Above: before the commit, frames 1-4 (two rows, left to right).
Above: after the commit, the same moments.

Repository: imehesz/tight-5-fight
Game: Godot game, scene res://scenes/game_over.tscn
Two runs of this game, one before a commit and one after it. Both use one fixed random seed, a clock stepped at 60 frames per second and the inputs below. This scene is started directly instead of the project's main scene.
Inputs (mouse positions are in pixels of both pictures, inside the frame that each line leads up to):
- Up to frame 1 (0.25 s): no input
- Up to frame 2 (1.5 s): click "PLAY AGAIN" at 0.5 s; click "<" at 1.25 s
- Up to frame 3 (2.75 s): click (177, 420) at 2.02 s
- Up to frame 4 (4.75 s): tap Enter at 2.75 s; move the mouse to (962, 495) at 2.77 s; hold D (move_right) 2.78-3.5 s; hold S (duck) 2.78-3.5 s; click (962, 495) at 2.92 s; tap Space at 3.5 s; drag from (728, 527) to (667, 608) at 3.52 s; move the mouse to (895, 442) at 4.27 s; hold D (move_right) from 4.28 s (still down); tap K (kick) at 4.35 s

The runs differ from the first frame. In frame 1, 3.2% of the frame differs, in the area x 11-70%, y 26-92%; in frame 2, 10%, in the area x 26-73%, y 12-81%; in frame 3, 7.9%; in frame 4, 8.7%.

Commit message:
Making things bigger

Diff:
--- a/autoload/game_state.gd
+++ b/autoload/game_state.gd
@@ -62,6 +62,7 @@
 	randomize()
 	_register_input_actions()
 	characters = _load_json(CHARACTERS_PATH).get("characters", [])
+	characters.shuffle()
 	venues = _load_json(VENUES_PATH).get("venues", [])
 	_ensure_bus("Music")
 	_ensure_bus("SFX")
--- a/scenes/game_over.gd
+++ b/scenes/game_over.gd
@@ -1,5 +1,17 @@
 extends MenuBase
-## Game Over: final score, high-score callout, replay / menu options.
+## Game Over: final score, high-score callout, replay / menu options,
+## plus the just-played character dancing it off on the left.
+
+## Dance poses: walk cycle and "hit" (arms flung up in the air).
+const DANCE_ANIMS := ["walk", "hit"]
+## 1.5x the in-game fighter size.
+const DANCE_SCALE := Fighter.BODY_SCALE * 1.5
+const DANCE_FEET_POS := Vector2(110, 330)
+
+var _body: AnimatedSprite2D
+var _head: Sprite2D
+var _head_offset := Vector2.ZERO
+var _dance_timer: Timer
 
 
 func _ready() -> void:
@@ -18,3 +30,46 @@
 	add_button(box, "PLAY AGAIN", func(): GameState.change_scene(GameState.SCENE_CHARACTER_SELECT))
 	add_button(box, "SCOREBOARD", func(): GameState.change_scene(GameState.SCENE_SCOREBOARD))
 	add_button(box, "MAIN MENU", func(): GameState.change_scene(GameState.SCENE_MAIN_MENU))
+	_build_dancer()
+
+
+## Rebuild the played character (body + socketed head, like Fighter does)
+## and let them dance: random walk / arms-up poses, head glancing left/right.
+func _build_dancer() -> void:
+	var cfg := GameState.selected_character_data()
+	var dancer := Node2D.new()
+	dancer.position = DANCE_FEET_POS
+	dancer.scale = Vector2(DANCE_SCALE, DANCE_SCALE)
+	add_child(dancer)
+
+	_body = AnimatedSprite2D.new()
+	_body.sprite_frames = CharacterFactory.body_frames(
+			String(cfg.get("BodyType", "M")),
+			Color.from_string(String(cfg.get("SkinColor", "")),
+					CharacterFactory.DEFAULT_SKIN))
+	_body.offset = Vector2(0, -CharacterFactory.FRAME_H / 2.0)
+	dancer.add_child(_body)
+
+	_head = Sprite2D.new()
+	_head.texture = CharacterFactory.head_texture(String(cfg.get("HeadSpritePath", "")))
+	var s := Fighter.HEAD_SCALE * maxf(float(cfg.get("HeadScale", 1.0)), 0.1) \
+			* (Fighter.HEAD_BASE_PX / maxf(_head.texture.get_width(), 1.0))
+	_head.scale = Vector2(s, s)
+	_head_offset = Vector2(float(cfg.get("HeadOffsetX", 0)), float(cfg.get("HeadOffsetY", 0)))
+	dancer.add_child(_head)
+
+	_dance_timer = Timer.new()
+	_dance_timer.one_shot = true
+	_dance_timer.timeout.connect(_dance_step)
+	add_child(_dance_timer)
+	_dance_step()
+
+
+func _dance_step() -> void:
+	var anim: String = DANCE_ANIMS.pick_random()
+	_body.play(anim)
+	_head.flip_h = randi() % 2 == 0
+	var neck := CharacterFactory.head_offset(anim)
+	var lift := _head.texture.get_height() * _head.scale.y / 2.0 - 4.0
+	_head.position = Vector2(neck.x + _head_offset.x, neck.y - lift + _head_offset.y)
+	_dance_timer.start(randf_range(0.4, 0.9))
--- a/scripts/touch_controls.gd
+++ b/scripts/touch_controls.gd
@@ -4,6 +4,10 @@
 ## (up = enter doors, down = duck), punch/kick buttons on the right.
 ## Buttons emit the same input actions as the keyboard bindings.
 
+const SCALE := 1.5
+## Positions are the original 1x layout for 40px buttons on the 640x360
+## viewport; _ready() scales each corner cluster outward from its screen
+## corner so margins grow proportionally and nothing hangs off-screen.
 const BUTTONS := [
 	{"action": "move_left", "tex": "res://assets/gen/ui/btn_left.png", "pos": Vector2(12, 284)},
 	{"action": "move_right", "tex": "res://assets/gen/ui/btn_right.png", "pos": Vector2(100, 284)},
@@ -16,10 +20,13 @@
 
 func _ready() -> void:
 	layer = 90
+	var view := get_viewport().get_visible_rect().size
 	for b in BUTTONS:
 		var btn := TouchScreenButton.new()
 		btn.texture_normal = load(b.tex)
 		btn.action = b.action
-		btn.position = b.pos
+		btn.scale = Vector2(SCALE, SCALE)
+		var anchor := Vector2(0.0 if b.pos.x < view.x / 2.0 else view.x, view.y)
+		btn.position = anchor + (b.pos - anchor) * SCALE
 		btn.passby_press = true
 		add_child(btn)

■ ■ ■ ■

What the task asks: All of the entries, from the first line to the last, should be duplicated exactly.

Output for this exercise:
Above: before the commit, frames 1-4 (two rows, left to right).
Above: after the commit, the same moments.

Repository: imehesz/tight-5-fight
Game: Godot game, scene res://scenes/game_over.tscn
Two runs of this game, one before a commit and one after it. Both use one fixed random seed, a clock stepped at 60 frames per second and the inputs below. This scene is started directly instead of the project's main scene.
Inputs (mouse positions are in pixels of both pictures, inside the frame that each line leads up to):
- Up to frame 1 (0.25 s): no input
- Up to frame 2 (1.5 s): click "PLAY AGAIN" at 0.5 s; click "<" at 1.25 s
- Up to frame 3 (2.75 s): click (177, 420) at 2.02 s
- Up to frame 4 (4.75 s): tap Enter at 2.75 s; move the mouse to (962, 495) at 2.77 s; hold D (move_right) 2.78-3.5 s; hold S (duck) 2.78-3.5 s; click (962, 495) at 2.92 s; tap Space at 3.5 s; drag from (728, 527) to (667, 608) at 3.52 s; move the mouse to (895, 442) at 4.27 s; hold D (move_right) from 4.28 s (still down); tap K (kick) at 4.35 s

The runs differ from the first frame. In frame 1, 3.2% of the frame differs, in the area x 11-70%, y 26-92%; in frame 2, 10%, in the area x 26-73%, y 12-81%; in frame 3, 7.9%; in frame 4, 8.7%.

Commit message:
Making things bigger

Diff:
--- a/autoload/game_state.gd
+++ b/autoload/game_state.gd
@@ -62,6 +62,7 @@
 	randomize()
 	_register_input_actions()
 	characters = _load_json(CHARACTERS_PATH).get("characters", [])
+	characters.shuffle()
 	venues = _load_json(VENUES_PATH).get("venues", [])
 	_ensure_bus("Music")
 	_ensure_bus("SFX")
--- a/scenes/game_over.gd
+++ b/scenes/game_over.gd
@@ -1,5 +1,17 @@
 extends MenuBase
-## Game Over: final score, high-score callout, replay / menu options.
+## Game Over: final score, high-score callout, replay / menu options,
+## plus the just-played character dancing it off on the left.
+
+## Dance poses: walk cycle and "hit" (arms flung up in the air).
+const DANCE_ANIMS := ["walk", "hit"]
+## 1.5x the in-game fighter size.
+const DANCE_SCALE := Fighter.BODY_SCALE * 1.5
+const DANCE_FEET_POS := Vector2(110, 330)
+
+var _body: AnimatedSprite2D
+var _head: Sprite2D
+var _head_offset := Vector2.ZERO
+var _dance_timer: Timer
 
 
 func _ready() -> void:
@@ -18,3 +30,46 @@
 	add_button(box, "PLAY AGAIN", func(): GameState.change_scene(GameState.SCENE_CHARACTER_SELECT))
 	add_button(box, "SCOREBOARD", func(): GameState.change_scene(GameState.SCENE_SCOREBOARD))
 	add_button(box, "MAIN MENU", func(): GameState.change_scene(GameState.SCENE_MAIN_MENU))
+	_build_dancer()
+
+
+## Rebuild the played character (body + socketed head, like Fighter does)
+## and let them dance: random walk / arms-up poses, head glancing left/right.
+func _build_dancer() -> void:
+	var cfg := GameState.selected_character_data()
+	var dancer := Node2D.new()
+	dancer.position = DANCE_FEET_POS
+	dancer.scale = Vector2(DANCE_SCALE, DANCE_SCALE)
+	add_child(dancer)
+
+	_body = AnimatedSprite2D.new()
+	_body.sprite_frames = CharacterFactory.body_frames(
+			String(cfg.get("BodyType", "M")),
+			Color.from_string(String(cfg.get("SkinColor", "")),
+					CharacterFactory.DEFAULT_SKIN))
+	_body.offset = Vector2(0, -CharacterFactory.FRAME_H / 2.0)
+	dancer.add_child(_body)
+
+	_head = Sprite2D.new()
+	_head.texture = CharacterFactory.head_texture(String(cfg.get("HeadSpritePath", "")))
+	var s := Fighter.HEAD_SCALE * maxf(float(cfg.get("HeadScale", 1.0)), 0.1) \
+			* (Fighter.HEAD_BASE_PX / maxf(_head.texture.get_width(), 1.0))
+	_head.scale = Vector2(s, s)
+	_head_offset = Vector2(float(cfg.get("HeadOffsetX", 0)), float(cfg.get("HeadOffsetY", 0)))
+	dancer.add_child(_head)
+
+	_dance_timer = Timer.new()
+	_dance_timer.one_shot = true
+	_dance_timer.timeout.connect(_dance_step)
+	add_child(_dance_timer)
+	_dance_step()
+
+
+func _dance_step() -> void:
+	var anim: String = DANCE_ANIMS.pick_random()
+	_body.play(anim)
+	_head.flip_h = randi() % 2 == 0
+	var neck := CharacterFactory.head_offset(anim)
+	var lift := _head.texture.get_height() * _head.scale.y / 2.0 - 4.0
+	_head.position = Vector2(neck.x + _head_offset.x, neck.y - lift + _head_offset.y)
+	_dance_timer.start(randf_range(0.4, 0.9))
--- a/scripts/touch_controls.gd
+++ b/scripts/touch_controls.gd
@@ -4,6 +4,10 @@
 ## (up = enter doors, down = duck), punch/kick buttons on the right.
 ## Buttons emit the same input actions as the keyboard bindings.
 
+const SCALE := 1.5
+## Positions are the original 1x layout for 40px buttons on the 640x360
+## viewport; _ready() scales each corner cluster outward from its screen
+## corner so margins grow proportionally and nothing hangs off-screen.
 const BUTTONS := [
 	{"action": "move_left", "tex": "res://assets/gen/ui/btn_left.png", "pos": Vector2(12, 284)},
 	{"action": "move_right", "tex": "res://assets/gen/ui/btn_right.png", "pos": Vector2(100, 284)},
@@ -16,10 +20,13 @@
 
 func _ready() -> void:
 	layer = 90
+	var view := get_viewport().get_visible_rect().size
 	for b in BUTTONS:
 		var btn := TouchScreenButton.new()
 		btn.texture_normal = load(b.tex)
 		btn.action = b.action
-		btn.position = b.pos
+		btn.scale = Vector2(SCALE, SCALE)
+		var anchor := Vector2(0.0 if b.pos.x < view.x / 2.0 else view.x, view.y)
+		btn.position = anchor + (b.pos - anchor) * SCALE
 		btn.passby_press = true
 		add_child(btn)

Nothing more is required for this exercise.